ビルマとミャンマーに吹く風、ってか

| トラックバック(0)

 
 DSC7345.jpg
( ↑ 大きくなります )

 2012年1月4日、64回目の独立記念日に国民民主連盟(NLD)の本部にてスピーチする
 アウンサンスーチー氏

 ビルマ(ミャンマー)は今日(1月4日)、64度目の独立記念日を迎えた。
 この日に合わせて、たぶん、おそらく、きっと・・・、この春頃には出版されると思う。

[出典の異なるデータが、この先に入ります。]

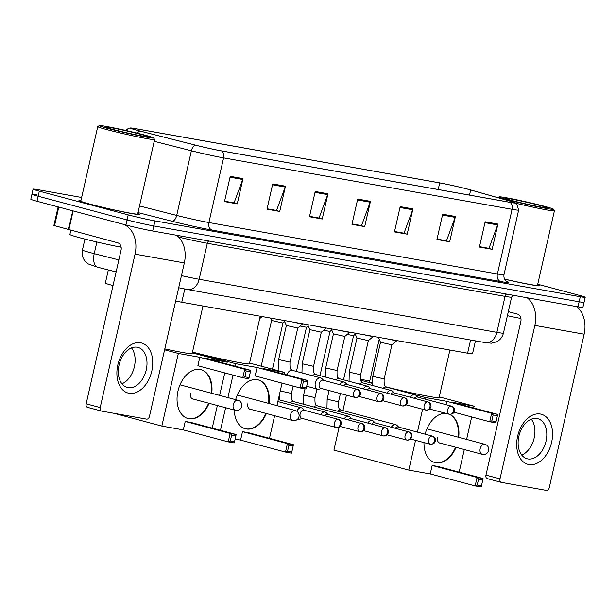 <?xml version="1.0" encoding="UTF-8"?>
<svg xmlns="http://www.w3.org/2000/svg" width="616" height="616" viewBox="0 0 616 616"><rect width="100%" height="100%" fill="white"/><g stroke="black" fill="none" stroke-linecap="round" stroke-linejoin="round"><path stroke-width="0.92" d="M113.021 285.547A19.442 0.816 -167.2 0 1 111.565 285.162A19.442 0.816 -167.2 0 1 105.351 283.129L108.339 269.962M475.452 340.871L472.526 353.761A19.442 0.816 -167.2 0 1 467.598 353.199L181.766 302.233A19.442 0.816 -167.2 0 1 175.668 301.047M36.868 194.748A19.442 0.816 12.8 0 0 31.947 194.186L30.8 199.238A19.442 0.816 12.8 0 0 37.014 201.27L125.903 224.986A19.442 0.816 12.8 0 0 152.683 231L577.985 306.83A19.442 0.816 12.8 0 0 582.905 307.392L584.053 302.34A19.442 0.816 12.8 0 1 579.132 301.778A19.442 0.816 12.8 0 0 584.053 302.34L585.2 297.289A19.442 0.816 12.8 0 0 578.986 295.257L537.73 284.245M81.635 197.474L38.015 189.697A19.442 0.816 12.8 0 0 33.095 189.135A19.442 0.816 12.8 0 0 39.309 191.168L128.197 214.884L127.05 219.935A19.442 0.816 12.8 0 0 153.831 225.949L579.132 301.778L153.831 225.949A19.442 0.816 12.8 0 1 127.05 219.935L38.161 196.219L127.05 219.935L125.903 224.986M31.947 194.186A19.442 0.816 12.8 0 0 38.161 196.219A19.442 0.816 12.8 0 1 31.947 194.186L33.095 189.135M88.85 203.935A31.108 1.301 12.8 0 0 121.391 211.55A31.108 1.301 12.8 0 0 139.578 214.46A31.108 1.301 12.8 0 0 137.784 213.59A31.108 1.301 12.8 0 1 139.578 214.46A31.108 1.301 12.8 0 1 121.391 211.55A31.108 1.301 12.8 0 1 88.85 203.935A31.108 1.301 12.8 0 1 78.91 200.677A31.108 1.301 12.8 0 0 88.85 203.935M504.558 279.156A31.108 1.301 12.8 0 0 539.385 285.747A31.108 1.301 12.8 0 0 537.591 284.869A31.108 1.301 12.8 0 1 539.385 285.747A31.108 1.301 12.8 0 1 504.558 279.156M137.299 130.315A20.736 0.87 -167.2 0 1 130.677 128.143A20.736 0.87 -167.2 0 1 135.928 128.744L439.708 182.906A20.736 0.87 -167.2 0 1 470.67 189.982L510.749 201.347A20.736 0.87 -167.2 0 1 514.984 202.864A20.736 0.87 -167.2 0 1 509.732 202.264L221.229 150.82A20.736 0.87 -167.2 0 1 195.464 145.137L140.109 131.046A20.736 0.87 -167.2 0 1 137.299 130.315M136.96 130.253A21.26 0.893 12.8 0 0 139.84 131L195.195 145.091A21.26 0.893 12.8 0 0 221.598 150.92L510.102 202.364A21.26 0.893 12.8 0 0 515.299 202.803A21.26 0.893 12.8 0 0 511.149 201.424L471.071 190.059A21.26 0.893 12.8 0 0 439.339 182.806L135.551 128.644A21.26 0.893 12.8 0 0 130.415 127.951A21.26 0.893 12.8 0 0 136.96 130.253M80.904 200.67A31.108 1.301 12.8 0 0 78.91 200.677A31.108 1.301 12.8 0 1 80.904 200.67M128.197 214.884A19.442 0.816 12.8 0 0 154.978 220.898L580.28 296.727A19.442 0.816 12.8 0 0 585.2 297.289M455.417 216.493L449.68 241.749L436.937 239.478L442.673 214.222L455.417 216.493A5.182 3.865 -79.9 0 1 455.162 217.356L442.473 215.092M497.905 224.07L492.169 249.326L479.425 247.055L485.162 221.799L497.905 224.07A5.182 3.865 -79.9 0 1 497.651 224.932L484.961 222.669M327.958 193.77L322.222 219.026L309.471 216.755L315.207 191.499L327.958 193.77A5.182 3.865 -79.9 0 1 327.697 194.633L315.015 192.369M285.47 186.194L279.733 211.45L266.982 209.178L272.726 183.922L285.47 186.194A5.182 3.865 -79.9 0 1 285.216 187.056L272.526 184.792M242.981 178.617L237.245 203.873L224.494 201.601L230.238 176.345L242.981 178.617A5.182 3.865 -79.9 0 1 242.727 179.479L230.037 177.216M412.928 208.916L407.191 234.172L394.448 231.901L400.184 206.645L412.928 208.916A5.182 3.865 -79.9 0 1 412.674 209.779L399.984 207.523M370.447 201.347L364.703 226.603L351.959 224.324L357.696 199.068L370.447 201.347A5.182 3.865 -79.9 0 1 370.185 202.21L357.503 199.946M445.961 240.664L437.006 239.162M488.442 248.24L479.494 246.731M318.495 217.941L309.548 216.432M276.007 210.364L267.059 208.863M233.518 202.795L224.57 201.286M403.472 233.094L394.517 231.585M360.984 225.518L352.029 224.008M364.703 226.603L360.961 225.602M352.052 223.924L361.507 225.61L370.185 202.21M407.191 234.172L403.449 233.179M394.54 231.5L403.996 233.187L412.674 209.779M237.245 203.873L233.502 202.88M224.586 201.201L234.049 202.887L242.727 179.479M279.733 211.45L275.991 210.449M267.075 208.778L276.538 210.464L285.216 187.056M322.222 219.026L318.48 218.025M309.563 216.347L319.026 218.033L327.697 194.633M492.169 249.326L488.426 248.325M479.517 246.646L488.973 248.333L497.651 224.932M449.68 241.749L445.938 240.748M437.029 239.077L446.485 240.764L455.162 217.356M129.075 393.27A25.918 17.233 -75.1 0 1 117.818 364.98A25.918 17.233 -75.1 0 1 140.556 342.758A25.918 17.233 -75.1 0 1 151.813 371.04A25.918 17.233 -75.1 0 1 129.075 393.27M137.245 347.231A20.736 13.783 104.9 0 0 119.196 364.449A20.736 13.783 104.9 0 0 127.312 387.472A20.736 13.783 104.9 0 0 128.066 387.641A20.736 13.783 104.9 0 0 146.115 370.424A20.736 13.783 104.9 0 0 137.999 347.401A20.736 13.783 104.9 0 0 137.245 347.231M123.454 224.332A25.918 19.335 100.1 0 1 135.05 254.139L100.192 407.561A3.242 2.156 104.9 0 0 101.478 411.072A3.242 2.156 104.9 0 0 101.594 411.095L146.631 419.126A3.242 2.156 104.9 0 0 149.472 416.347L184.33 262.924L135.05 254.139M176.615 235.266A25.918 19.335 100.1 0 1 184.33 262.924M131.501 347.917A20.736 13.783 -75.1 0 1 134.096 367.821A20.736 13.783 -75.1 0 1 121.937 383.791M101.363 411.034L87.564 407.353A3.242 2.156 -75.1 0 1 87.441 407.33A3.242 2.156 -75.1 0 1 86.155 403.819L121.013 250.389A6.483 4.836 -79.9 0 0 117.771 242.827L53.892 225.495L58.112 206.899M144.729 135.066A27.866 1.17 12.8 0 0 116.101 128.351A27.866 1.17 12.8 0 0 99.322 125.587A27.866 1.17 12.8 0 0 108.185 128.552A27.866 1.17 12.8 0 0 137.861 135.474A27.866 1.17 12.8 0 0 153.615 137.922A27.866 1.17 12.8 0 0 144.729 135.066M99.322 125.587L97.767 126.565A29.16 1.224 12.8 0 0 97.736 126.611A29.16 1.224 12.8 0 0 107.053 129.66A29.16 1.224 12.8 0 0 137.561 136.798A29.16 1.224 12.8 0 0 154.608 139.532A29.16 1.224 12.8 0 0 154.593 139.47L153.615 137.922M97.736 126.611L80.804 201.109A29.16 1.224 12.8 0 0 90.121 204.165A29.16 1.224 12.8 0 0 120.628 211.303A29.16 1.224 12.8 0 0 137.684 214.029L154.608 139.532M70.848 230.315L69.901 234.488A32.402 1.355 12.8 0 0 80.257 237.876A32.402 1.355 12.8 0 0 121.129 247.209M112.435 129.306A21.383 0.893 12.8 0 0 134.411 134.457A21.383 0.893 12.8 0 0 147.286 136.575A21.383 0.893 12.8 0 0 140.479 134.303A21.383 0.893 12.8 0 0 117.71 128.99A21.383 0.893 12.8 0 0 105.613 127.112A21.383 0.893 12.8 0 0 112.435 129.306M164.803 348.887A35.643 1.494 12.8 0 0 192.146 353.607L202.957 306.013M209.094 403.303A25.271 16.801 -75.1 0 1 188.927 418.741A25.271 16.801 -75.1 0 1 188.011 418.541A25.271 16.801 -75.1 0 1 178.116 390.475A25.271 16.801 -75.1 0 1 200.115 369.492A25.271 16.801 -75.1 0 1 201.039 369.7A25.271 16.801 -75.1 0 1 211.75 393.285M230.284 441.01L231.631 435.081L230.138 433.418L228.213 441.872L230.284 441.01L234.534 441.772L234.157 442.935L228.213 441.872L183.299 429.891L161.846 426.072L114.052 413.321M183.299 429.891L185.224 421.436L191.168 422.491L236.082 434.473L235.882 435.835L231.631 435.081M212.22 428.112L217.356 405.513M219.65 395.387L224.763 372.919M226.796 363.964L227.204 362.17L205.744 358.343L250.658 370.324L244.706 369.269L246.208 370.932L250.458 371.687L250.658 370.324M199.8 357.288L197.875 365.742L242.789 377.724L244.706 369.269L199.8 357.288L178.34 353.461L161.846 426.072M192.315 352.868L227.204 362.17M178.34 353.461L164.595 349.796M236.082 434.473L230.138 433.418L185.224 421.436M234.534 441.772L235.882 435.835M250.458 371.687L248.733 378.786L242.789 377.724L244.86 376.861L249.11 377.623M246.208 370.932L244.86 376.861M208.631 403.18A25.271 16.801 -75.1 0 1 187.772 418.472M190.652 393.385A5.182 3.45 104.9 0 0 192.716 399.006A5.182 3.45 104.9 0 0 193.262 399.083M200.801 369.639A25.271 16.801 -75.1 0 1 211.28 393.162M192.492 352.075A35.643 1.494 12.8 0 0 229.306 360.63A35.643 1.494 12.8 0 0 249.418 363.817L260.237 316.224M235.659 399.661A25.271 16.801 -75.1 0 1 257.388 379.71A25.271 16.801 -75.1 0 1 258.312 379.91A25.271 16.801 -75.1 0 1 269.023 403.495M266.374 413.521A25.271 16.801 -75.1 0 1 246.2 428.952A25.271 16.801 -75.1 0 1 245.284 428.751A25.271 16.801 -75.1 0 1 234.311 410.033M287.556 451.228L288.904 445.291L287.41 443.628L285.485 452.082L287.556 451.228L291.807 451.982L291.43 453.145L285.485 452.082L240.571 440.109L235.135 439.139M240.571 440.109L242.496 431.647L248.44 432.702L293.355 444.683L293.154 446.046L288.904 445.291M269.492 438.322L274.628 415.723M276.923 405.605L282.036 383.129M284.068 374.174L284.476 372.38L263.017 368.553L307.931 380.534L301.979 379.479L303.48 381.142L307.731 381.897L307.931 380.534M257.072 367.498L255.147 375.96L300.061 387.934L301.979 379.479L257.072 367.498L235.612 363.671L235.05 366.166M233.01 375.121L227.905 397.59M225.61 407.707L220.474 430.315M249.588 363.078L284.476 372.38M235.612 363.671L192.477 352.16M293.355 444.683L287.41 443.628L242.496 431.647M291.807 451.982L293.154 446.046M307.731 381.897L306.006 388.996L300.061 387.934L302.133 387.079L306.383 387.834M303.48 381.142L302.133 387.079M265.904 413.39A25.271 16.801 -75.1 0 1 245.045 428.682M247.932 403.603A5.182 3.45 104.9 0 0 249.988 409.217A5.182 3.45 104.9 0 0 250.535 409.293M258.073 379.849A25.271 16.801 -75.1 0 1 268.561 403.372M379.225 339.339L369.569 381.835A35.643 1.494 12.8 0 0 372.264 383.052M385.916 386.856A35.643 1.494 12.8 0 0 421.036 394.864A35.643 1.494 12.8 0 0 439.085 397.636L449.896 350.042M449.811 414.391A25.271 16.801 -75.1 0 1 458.689 437.306M456.033 447.332A25.271 16.801 -75.1 0 1 435.866 462.77A25.271 16.801 -75.1 0 1 434.942 462.57A25.271 16.801 -75.1 0 1 423.977 442.588M477.223 485.038L478.57 479.102L477.069 477.438L475.152 485.901L477.223 485.038L481.473 485.801L481.096 486.963L475.152 485.901L430.238 473.92L408.778 470.093L333.926 450.127L339.139 427.181M430.238 473.92L432.163 465.457L438.107 466.52L483.021 478.501L482.821 479.864L478.57 479.102M425.132 434.172A25.271 16.801 -75.1 0 1 445.915 413.375M459.159 472.133L464.295 449.534M466.589 439.416L471.694 416.947M473.735 407.985L474.135 406.198L452.683 402.371L497.597 414.352L491.645 413.29L493.147 414.953L497.397 415.715L497.597 414.352M424.925 399.06L425.279 397.489L446.731 401.309L445.969 404.673M422.607 409.24L417.409 432.116M415.546 440.332L408.778 470.093M439.254 396.889L474.135 406.198M369.769 380.965L360.545 379.325M346.415 395.164L342.92 410.564M425.279 397.489L415.015 394.748M372.287 383.352L360.807 380.288M483.021 478.501L477.069 477.438L432.163 465.457M481.473 485.801L482.821 479.864M446.731 401.309L491.645 413.29L489.72 421.752L491.799 420.89L496.042 421.652L495.672 422.815L489.72 421.752L454.146 412.258M497.397 415.715L496.042 421.652M493.147 414.953L491.799 420.89M455.563 447.208A25.271 16.801 -75.1 0 1 434.711 462.5M437.591 437.414A5.182 3.45 104.9 0 0 439.655 443.027A5.182 3.45 104.9 0 0 440.194 443.104M449.457 414.322A25.271 16.801 -75.1 0 1 458.219 437.183M304.512 410.325L302.887 408.647A5.829 3.873 104.9 0 0 301.601 407.877A5.829 3.873 104.9 0 0 301.393 407.83A5.829 3.873 104.9 0 0 296.82 411.203M297.882 418.834A5.829 3.873 104.9 0 0 298.598 419.142A5.829 3.873 104.9 0 0 298.806 419.196A5.829 3.873 104.9 0 0 300.092 419.111L302.34 418.464M304.142 410.233A4.212 2.803 104.9 0 0 303.996 410.187A4.212 2.803 104.9 0 0 303.842 410.156A4.212 2.803 104.9 0 0 300.146 413.767A4.212 2.803 104.9 0 0 301.825 418.326A4.212 2.803 104.9 0 0 301.971 418.364M261.192 366.173L271.571 320.474L282.944 323.054L272.465 369.176M328.051 414.522L326.418 412.843A5.829 3.873 104.9 0 0 325.14 412.073A5.829 3.873 104.9 0 0 324.932 412.027A5.829 3.873 104.9 0 0 320.736 414.653M327.681 414.429A4.212 2.803 104.9 0 0 327.527 414.383A4.212 2.803 104.9 0 0 327.373 414.352A4.212 2.803 104.9 0 0 324.701 415.715M351.59 418.718L349.957 417.04A5.829 3.873 104.9 0 0 348.679 416.27A5.829 3.873 104.9 0 0 348.464 416.224A5.829 3.873 104.9 0 0 344.275 418.849M351.22 418.626A4.212 2.803 104.9 0 0 351.066 418.58A4.212 2.803 104.9 0 0 350.912 418.549A4.212 2.803 104.9 0 0 348.24 419.912M300.108 326.049L306.483 327.258L296.442 371.44M375.129 422.915L373.496 421.236A5.829 3.873 104.9 0 0 372.218 420.466A5.829 3.873 104.9 0 0 372.002 420.42A5.829 3.873 104.9 0 0 367.814 423.046M374.759 422.822A4.212 2.803 104.9 0 0 374.605 422.776A4.212 2.803 104.9 0 0 374.451 422.745A4.212 2.803 104.9 0 0 371.779 424.108M323.646 330.245L330.022 331.454L319.981 375.637M398.668 427.111L397.035 425.433A5.829 3.873 104.9 0 0 395.757 424.663A5.829 3.873 104.9 0 0 395.541 424.617A5.829 3.873 104.9 0 0 391.353 427.242M398.298 427.019A4.212 2.803 104.9 0 0 398.144 426.973A4.212 2.803 104.9 0 0 397.99 426.942A4.212 2.803 104.9 0 0 395.318 428.305M347.185 334.442L353.561 335.643L343.52 379.833M286.378 325.456L297.751 328.043L290.005 362.139L278.632 359.551L278.979 370.917M323.569 380.349L321.937 378.671A5.829 3.873 104.9 0 0 320.659 377.901A5.829 3.873 104.9 0 0 315.33 382.852A5.829 3.873 104.9 0 0 317.656 389.166A5.829 3.873 104.9 0 0 319.15 389.135L321.398 388.488M323.2 380.257A4.212 2.803 104.9 0 0 323.046 380.211A4.212 2.803 104.9 0 0 322.892 380.18A4.212 2.803 104.9 0 0 319.204 383.791A4.212 2.803 104.9 0 0 320.874 388.35A4.212 2.803 104.9 0 0 321.028 388.388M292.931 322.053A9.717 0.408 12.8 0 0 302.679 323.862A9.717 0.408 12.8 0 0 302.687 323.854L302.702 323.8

 ビルマに関する2冊目の写真集に向けて、序文みたいなものをまとめてみました(ちょっと
 
長いですけど)
 

--------------------

 『 ビルマとミャンマーに吹く風―東南アジアの最後のフロンティアを <歩く・見る・撮る> 』

 半世紀近く続いてきた東南アジア最後の軍事独裁国家ビルマ(ミャンマー)が2011年3月、
 
「民政移管」を果たした。それ以来、ビルマ国内では立て続けに大きな変化が起こっている。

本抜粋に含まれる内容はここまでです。